Mr Justice Sales concluded that South Holland had given sufficient reasons for its decision. He also agreed with the council’s QC that deciding what was affordable was not an exact science – “it is matter of evaluative judgment, which in the context of the local authority’s finances in this case did not lend itself to precise calculation or elaborate explanation”.

The judge said he did not accept the claimant’s submission’s that South Holland gave excessive weight to the issue of affordability. The financial constraints were severe and the council was entitled to give them significant weight, he found.

“Even though I think it can perhaps be said that the amount of the payment was close to the lowest acceptable limit in the circumstances, I do not feel able to say that the council has behaved irrationally or unlawfully in weighing the competing factors as it did,” the judge concluded.

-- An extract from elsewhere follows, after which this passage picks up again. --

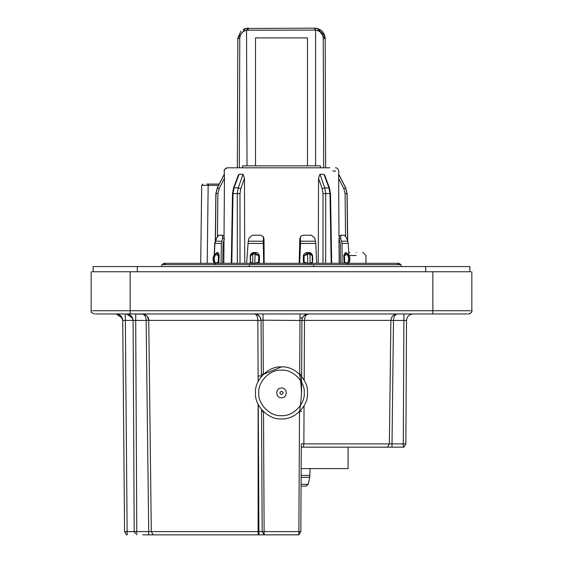 <?xml version="1.0" encoding="UTF-8"?>
<svg xmlns="http://www.w3.org/2000/svg" width="563" height="563" viewBox="0 0 563 563"><rect width="100%" height="100%" fill="white"/><g stroke="black" fill="none" stroke-linecap="round" stroke-linejoin="round"><path stroke-width="0.84" d="M213.863 263.308L213.891 262.597M214.214 254.933L214.7 243.434L215.291 240.929M308.369 313.978L307.377 313.978L308.369 313.978M255.623 313.978L254.624 313.978M467.614 313.978L95.386 313.978M133.093 320.417L125.324 320.417L125.324 313.978L126.647 313.978L123.184 313.978M147.436 316.582L148.731 320.361C149.301 317.208 145.388 314.041 142.242 313.978C144.747 314.618 146.042 316.772 146.134 320.446L135.697 320.446L135.697 313.978L142.242 313.978L133.34 313.978L140.644 313.978M116.435 313.978L117.069 313.978M118.892 313.978L120.771 313.978M143.882 314.189L133.741 313.978M129.265 313.978L131.144 313.978M126.914 313.978L126.598 313.978C130.503 314.386 132.671 316.54 133.1 320.446L134.205 531.599L124.571 531.606L126.534 534.85L127.168 534.85L126.534 534.85L124.571 531.606L126.534 534.85M302.169 313.978L262.773 313.978M260.831 313.978L258.797 313.978M257.052 313.978L255.708 313.978M254.863 313.978L254.575 313.978C258.48 314.386 260.641 316.54 261.07 320.446L261.169 338.926M301.712 361.664L301.93 320.446L304.492 320.396C304.653 316.617 305.962 314.478 308.425 313.978L308.418 313.978C304.52 314.386 302.359 316.54 301.93 320.446L301.634 376.485M308.137 313.978L307.292 313.978M305.955 313.978L304.203 313.978M406.275 313.978L397.379 313.978C393.495 314.379 391.327 316.519 390.884 320.396L389.371 443.918L390.884 320.396L304.492 320.396L304.189 380.236M411.792 313.978L410.35 313.978M412.7 313.978L413.01 313.978C409.111 314.386 406.943 316.54 406.514 320.446L405.874 443.904L403.903 447.149L391.975 447.149L403.903 447.149M208.76 313.978L206.058 313.978M202.567 313.978L201.111 313.978M93.113 271.753L93.113 266.559L469.887 266.559L469.887 271.753M165.775 264.673L163.917 263.308L162.06 264.673L161.468 266.559M397.225 264.673L399.083 263.308L400.94 264.673L401.532 266.559M163.917 263.308L162.06 264.673L400.94 264.673L399.083 263.308L163.917 263.308M470.774 310.734L130.137 310.734L130.137 271.753L92.226 271.753M130.137 271.753L470.774 271.753M356.203 255.518C368.772 255.518 368.772 255.518 356.203 255.518L349.081 255.518M356.203 252.266C347.828 252.266 347.828 252.266 356.203 252.266C364.585 252.266 364.585 252.266 356.203 252.266M318.264 263.308L318.538 178.33L319.946 174.256L324.752 187.838L325.717 193.602L325.667 263.308M319.946 174.256L323.915 174.256L328.947 187.838L330.002 193.602L331.192 263.308M323.915 174.256L324.724 175.206L329.489 188.049L324.752 187.838L322.205 188.704L323.021 193.602L322.993 263.308M339.172 263.308L338.982 238.592M338.968 236.263L338.637 174.256L345.598 187.838L347.026 193.602L347.568 240.605M325.168 177.648L324.724 175.206M237.917 176.733L237.846 177.394M223.159 176.606L224.363 174.256L224.468 178.288L221.512 184.059M223.828 263.308L224.004 239.852M224.032 235.953L224.468 178.288L219.134 188.704L217.916 193.602L217.424 236.544M239.085 174.256L234.053 187.838L233.511 188.049L238.276 175.206L239.085 174.256L243.054 174.256L244.462 178.33L240.795 188.704L239.979 193.602L240.007 263.308M244.736 263.308L244.462 178.33M246.615 263.308L248.234 241.224L249.001 238.043L252.386 235.207L260.76 235.207L263.554 237.086L264.005 238.832L264.16 263.308M342.107 263.308L342.044 243.434L340.643 238.043L341.108 235.207L339.292 235.974M341.685 241.224L347.814 241.224L346.569 238.1L344.514 235.207L341.108 235.207M311.388 235.207L303.056 235.207L300.846 236.277L300.339 238.043L300.543 243.434L315.787 243.434L314.78 238.1L311.388 235.207M248.234 241.224L263.266 241.224L263.505 238.1L263.048 236.354M222.279 235.207L218.761 235.207L216.692 238.043L214.925 243.434L221.343 243.434L222.765 238.1L222.279 235.207L224.088 235.974M340.418 263.308L340.334 243.498L339.046 238.775L339.503 235.932M339.046 238.775L340.643 238.043M263.266 241.224L263.66 263.308M335.471 167.816C337.054 167.668 338.138 168.738 338.715 171.039L338.743 174.256L345.703 187.838L347.132 193.602L347.709 240.964L348.286 243.434L348.779 255.067M222.765 238.1L224.348 238.832L223.039 243.498L222.758 263.308M221.069 263.308L221.343 243.434M223.863 235.932L224.348 238.832M299.178 263.308L299.798 238.775L300.846 236.277M213.968 263.308L213.996 262.794M214.383 254.666L214.925 243.434M218.74 263.308L219.155 255.489C218.641 253.16 218.092 252.189 217.501 252.569L215.932 253.322M258.945 263.308L259.48 260.197L259.395 255.489C258.178 253.16 256.89 252.189 255.525 252.569L254.026 252.569C252.224 252.534 250.95 253.505 250.211 255.489L250.429 263.308M299.685 263.308L300.543 243.434M316.695 263.308L315.787 243.434M312.359 263.308L312.493 260.176M312.782 260.197L312.578 255.489C311.416 253.188 310.15 252.217 308.756 252.569L307.25 252.569C305.456 252.491 304.168 253.463 303.38 255.489L303.288 260.197L303.823 263.308M349.123 263.308L349.088 262.457M344.148 263.308L343.74 255.489L345.401 252.569L346.991 253.322M263.505 238.1L264.005 238.832M299.798 238.775L300.339 238.043M376.344 447.149L303.45 447.149L387.407 447.149L348.089 447.149L348.089 468.592L301.156 468.592M329.876 167.816L231.639 167.816L329.876 167.816L325.639 167.816L325.182 38.509L317.441 28.495L314.794 28.15L245.574 28.488L314.794 28.15L315.604 30.106L314.787 30.092L314.787 28.15L315.604 30.106C320.27 30.909 322.817 33.696 323.232 38.46L325.182 38.509C324.555 32.218 321.093 28.769 314.801 28.15L317.441 28.495M245.545 28.495L237.825 38.052L237.361 167.816L227.529 167.816C224.721 168.935 223.638 170.005 224.285 171.039L224.257 174.256L217.297 187.838L215.868 193.602L215.284 241.569M242.526 167.816L242.526 165.867L320.474 165.867L320.474 167.816L320.474 165.867M307.482 165.867L307.482 37.897L255.518 37.897L255.518 165.867M206.874 184.059L219.232 184.059M239.31 167.816L239.768 38.46C240.084 34.083 242.35 31.345 246.552 30.233L247.023 165.867M240.957 31.099L237.832 38.024L245.581 28.488L243.082 29.501M315.632 30.113L317.842 30.62M315.913 28.213L317.448 28.495L324.802 35.75M325.154 37.728L325.182 38.509M314.787 30.092L246.552 30.233L248.206 28.15L246.552 30.233M315.604 165.867L315.604 30.106M202.976 184.059L201.681 185.34L202.976 184.059L201.681 185.34L218.578 185.34M201.681 185.34L200.724 263.308M224.257 174.453L219.338 184.059M310.065 468.592L309.727 477.325L308.2 484.335L305.976 486.129L303.112 486.129M302.028 486.129L305.976 486.129M312.683 262.33L311.628 263.604M311.867 263.308L312.254 262.562M303.457 262.33L304.182 262.196L304.703 263.308M303.288 260.197L304.104 260.176L304.182 262.196L307.764 263.217L307.651 254.455L307.898 253.976L309.446 253.976L309.974 254.455L310.1 263.217L309.58 263.716M303.26 257.615L304.076 257.594L304.104 260.176L304.111 255.588L307.651 254.455M303.38 255.489L304.111 255.588L307.426 253.167L307.898 253.976M312.106 255.13L311.177 253.906L307.426 253.167L307.25 252.569M312.578 255.489L312.205 255.335L312.324 262.4M308.024 263.716L307.764 263.217M344.908 263.308L344.64 262.196L343.951 262.33M347.322 263.716L347.47 263.217C349.004 260.233 348.912 257.312 347.188 254.455L347.012 253.976L348.159 254.455C349.904 257.312 349.996 260.233 348.441 263.217L347.969 263.716M347.47 263.217L344.64 262.196L344.436 255.588L343.74 255.489M343.74 257.615L344.605 257.594L344.683 260.176L343.817 260.197M347.188 254.455L344.436 255.588L345.837 253.167L346.667 253.202L348.159 254.455M219.155 255.489L218.458 255.588L217.065 253.167L214.454 254.56L215.256 253.976L215.896 253.976L215.713 254.455C213.989 257.312 213.898 260.233 215.432 263.217L215.58 263.716M219.155 257.615L218.289 257.594L218.458 255.588L215.713 254.455M219.077 260.197L218.212 260.176L218.289 257.594L218.254 262.196L215.432 263.217M218.944 262.33L218.254 262.196L217.987 263.308M214.939 263.716L214.468 263.217C212.913 260.233 213.004 257.312 214.749 254.455M250.106 262.33L251.168 263.618M250.535 262.569L250.915 263.308M250.211 255.489L251.619 253.899L250.683 255.123M259.395 255.489L258.663 255.588L255.349 253.167L251.619 253.899M259.515 257.615L258.691 257.594L258.663 255.588L255.123 254.455L254.743 263.716M259.48 260.197L258.663 260.176L258.691 257.594L258.586 262.196L255.011 263.217M259.318 262.33L258.586 262.196L258.072 263.308M253.195 263.716L252.674 263.217L252.801 254.455L253.329 253.976L254.87 253.976L255.123 254.455M243.054 174.256L238.248 187.838L237.283 193.602L237.333 263.308M240.795 188.704L238.248 187.838L234.053 187.838L232.998 193.602L231.808 263.308M219.134 188.704L217.402 187.838L224.363 174.256L217.402 187.838L215.974 193.602L215.425 241.189M238.255 176.501L237.832 177.648M338.637 174.256L345.598 187.838L343.866 188.704L345.084 193.602L345.569 236.143M298.862 534.822L264.138 534.85L298.854 534.85L299.516 533.759L298.862 534.843L298.876 531.613L262.175 531.599L261.535 409.54L262.182 531.613L258.931 531.613L261.281 531.613M302.289 447.149L301.268 447.149L300.825 531.606L301.064 486.129M301.275 445.08L300.825 531.599L300.178 532.668L300.825 531.606L298.876 531.613L299.502 411.567C300.635 404.628 301.275 398.407 301.423 392.904C301.409 388.153 300.839 381.967 299.699 374.36L301.648 374.374L301.55 392.911M301.282 444.207L301.275 445.016L301.282 444.207M301.275 445.558L301.268 446.311L301.275 445.558M298.862 534.85L300.304 532.464M301.268 446.339L301.275 445.467M302.24 318.496L301.93 320.446L299.98 320.474L299.699 374.36M308.461 313.978L306.406 314.302M306.328 314.33L304.477 315.322M304.182 315.561L303.07 316.8M299.988 313.978L299.98 320.474L261.063 320.178M290.67 534.85L264.138 534.822M258.262 404.537L258.931 534.85L258.114 534.85L264.146 534.85L263.498 411.567L261.549 411.553M281.5 366.921C268.642 365.76 254.356 380.053 255.518 392.911C254.356 405.768 268.642 420.054 281.5 418.893C294.358 420.054 308.644 405.768 307.482 392.911C308.644 380.053 294.358 365.76 281.5 366.921L263.301 374.36L263.02 313.978L262.569 313.978M281.5 370.173C270.254 369.159 257.748 381.658 258.762 392.911C257.748 404.157 270.254 416.662 281.5 415.649C292.746 416.662 305.252 404.157 304.238 392.911C305.252 381.658 292.746 369.159 281.5 370.173M281.5 388.034C275.216 387.766 275.216 398.048 281.5 397.781C287.784 398.048 287.784 387.766 281.5 388.034C287.784 387.766 287.784 398.048 281.5 397.781C275.216 398.048 275.216 387.766 281.5 388.034M258.931 531.613L258.114 531.613L258.114 534.85L142.833 534.85M258.114 404.234L258.114 531.613L151.313 531.613L153.277 534.85L151.313 531.613L134.205 531.599L135.493 533.731M153.059 534.85L152.418 534.85M150.462 534.85L148.716 534.85L148.716 531.599L151.313 531.613L148.731 320.396L151.313 531.613L153.023 534.435M146.901 534.85L148.984 534.85M149.92 534.85L150.3 534.85M153.488 534.85L154.466 534.85M262.175 531.599L264.138 534.85L272.33 534.85M272.548 534.85L273.21 534.85M274.202 534.85L275.511 534.85M276.897 534.85L286.103 534.85M287.489 534.85L288.798 534.85M289.79 534.85L290.452 534.85M261.267 357.456L261.366 376.485M263.301 374.36L261.352 374.374L261.07 320.446L257.833 320.396L258.114 381.58M301.282 443.904L405.874 443.904M122.298 318.151L116.231 313.978C120.123 314.386 122.284 316.533 122.727 320.417L124.571 531.606M150.018 425.776L148.815 327.272M126.598 313.978L132.664 318.144M413.01 313.978C409.111 314.386 406.943 316.54 406.514 320.446L403.917 320.446L403.917 313.978L403.27 447.149M391.032 319.08L390.954 319.502M390.898 320.03L390.884 320.396L393.481 320.446C393.565 316.779 394.867 314.626 397.379 313.978L397.372 313.978M389.371 443.918L387.407 447.149L389.371 443.918L387.407 447.149L389.371 443.918L387.407 447.149L391.975 447.149L393.481 320.446L404.818 320.431M301.268 447.149L303.45 447.149L303.858 443.918L304.055 405.81M142.235 313.978C146.12 314.379 148.28 316.519 148.731 320.396L151.313 531.613M148.716 531.599L146.134 320.446L148.723 320.129M261.07 320.382L259.895 316.751C257.516 314.485 255.743 313.563 254.582 313.978C256.651 314.534 257.734 316.673 257.833 320.396L148.533 320.403M313.654 264.673C313.654 262.977 313.654 262.977 313.654 264.673L313.654 266.559M249.346 264.673C249.346 262.977 249.346 262.977 249.346 264.673L249.346 266.559M329.939 193.602L323.021 193.602M318.538 178.33L322.205 188.704M335.703 171.039L332.782 171.039M300.529 241.224L315.491 241.224M215.411 241.224L221.716 241.224M247.903 243.434L263.21 243.434M342.044 243.434L348.286 243.434M345.182 263.308L345.971 262.844M237.825 38.052L237.818 38.509L239.768 38.46M248.213 30.092L248.213 28.15M323.69 167.816L323.232 38.46M208.176 184.059L207.219 263.308M301.121 475.425L309.946 475.425M301.106 477.325L309.727 477.325M308.2 484.335L301.071 484.335M308.756 252.569L309.446 253.976M312.24 255.588L309.974 254.455M312.338 262.196L310.1 263.217M347.012 253.976L345.401 252.569M346.027 252.569L347.652 253.976M348.455 254.56C350.193 257.354 350.292 260.205 348.743 263.111L348.441 263.217M216.882 252.569L215.256 253.976M217.501 252.569L215.896 253.976M214.44 254.589L214.454 254.56C212.715 257.354 212.624 260.205 214.172 263.111L214.292 263.308M254.026 252.569L253.329 253.976M255.525 252.569L254.87 253.976M250.444 262.196L252.674 263.217M250.542 255.588L252.801 254.455M239.979 193.602L233.061 193.602M217.916 193.602L215.974 193.602M347.026 193.602L345.084 193.602M338.532 178.288L343.866 188.704L345.598 187.838M432.863 313.978L432.863 271.753M130.137 313.978L130.137 310.734L92.226 310.734M137.288 271.753L137.288 266.559M425.712 271.753L425.712 266.559M302.493 317.828L299.98 317.828M299.502 411.567L301.451 411.553M281.5 391.285C283.597 392.369 283.597 393.453 281.5 394.536C279.403 393.453 279.403 392.369 281.5 391.285M136.802 534.85L135.697 320.446L133.1 320.446L134.775 320.431M127.168 534.85L125.324 320.417L122.91 320.403M405.768 320.431L406.521 320.178M123.487 320.396L124.402 320.403M258.143 381.524L258.114 375.985L261.359 376.007M362.699 252.266L365.95 255.518L365.95 263.308M348.701 253.28L349.707 252.266M331.684 263.308L330.509 193.595L329.489 188.049M348.089 313.999L348.441 313.978M214.911 313.999L214.559 313.978M248.192 28.15L245.581 28.488L248.192 28.15M316.117 28.234L317.335 28.467M224.32 170.554L224.517 169.85M224.869 169.203L226.347 168.041M227.051 167.851L227.529 167.816M312.212 255.335L311.177 253.906M250.458 262.407L250.577 255.328M231.316 263.308L232.491 193.595L233.511 188.049M471.836 271.753L471.836 310.734C472.498 311.768 471.414 312.852 468.592 313.978L469.07 313.943M91.164 271.753L91.164 310.734C90.502 311.768 91.586 312.852 94.408 313.978M91.579 312.324L91.853 312.739M471.801 311.219L471.611 311.923M471.259 312.578L469.781 313.753M301.93 320.446C302.127 317.293 303.738 315.21 306.772 314.196M307.898 313.978L306.652 313.978M304.801 313.978L302.514 313.978M260.078 313.978L257.847 313.978M256.088 313.978L254.962 313.978M264.138 534.85L263.808 534.301M133.642 313.978L131.327 313.978M129.652 313.978L128.955 313.978M127.442 313.978L126.682 313.978M126.626 313.978C129.546 313.711 131.7 315.864 133.1 320.446M123.269 313.978L120.961 313.978M119.265 313.978L118.582 313.978M116.259 313.978C119.173 313.711 121.334 315.857 122.727 320.417M405.972 313.978L408.288 313.978M395.592 314.231L393.305 315.414M392.179 316.582L391.771 317.194M308.418 313.978L303.879 315.836M302.767 317.286L302.134 318.855M302.028 319.334L301.93 320.382M124.156 313.978L123.381 313.978M348.807 263.111C350.362 260.205 350.263 257.354 348.525 254.56"/></g></svg>

On the issue of fairness, Mr Justice Sales said the council did make the chief executive’s report available in advance of the meeting and did give Nestwood an opportunity to make representations in writing regarding the exercise of the council’s discretion. He said he did not consider the obligation to act fairly involved more than this – the council was not obliged to give the company an opportunity to make oral representations at the council meeting.

The judge also rejected the developer’s challenges on the alleged appearance of predetermination. He said: “The council members were lawfully entitled to have regard to the affordability of the compensation recommended by the LGO.

“Accordingly, some predisposition to wish to conserve the resources of the council in order to provide services in its area was to be expected and does not indicate that council members approached the question they had to decide with a closed mind, in the requisite sense.”

Mr Justice Sales also rejected the perversity challenge.

The judge said the LGO’s findings were serious, but concluded that the council had acted within the law.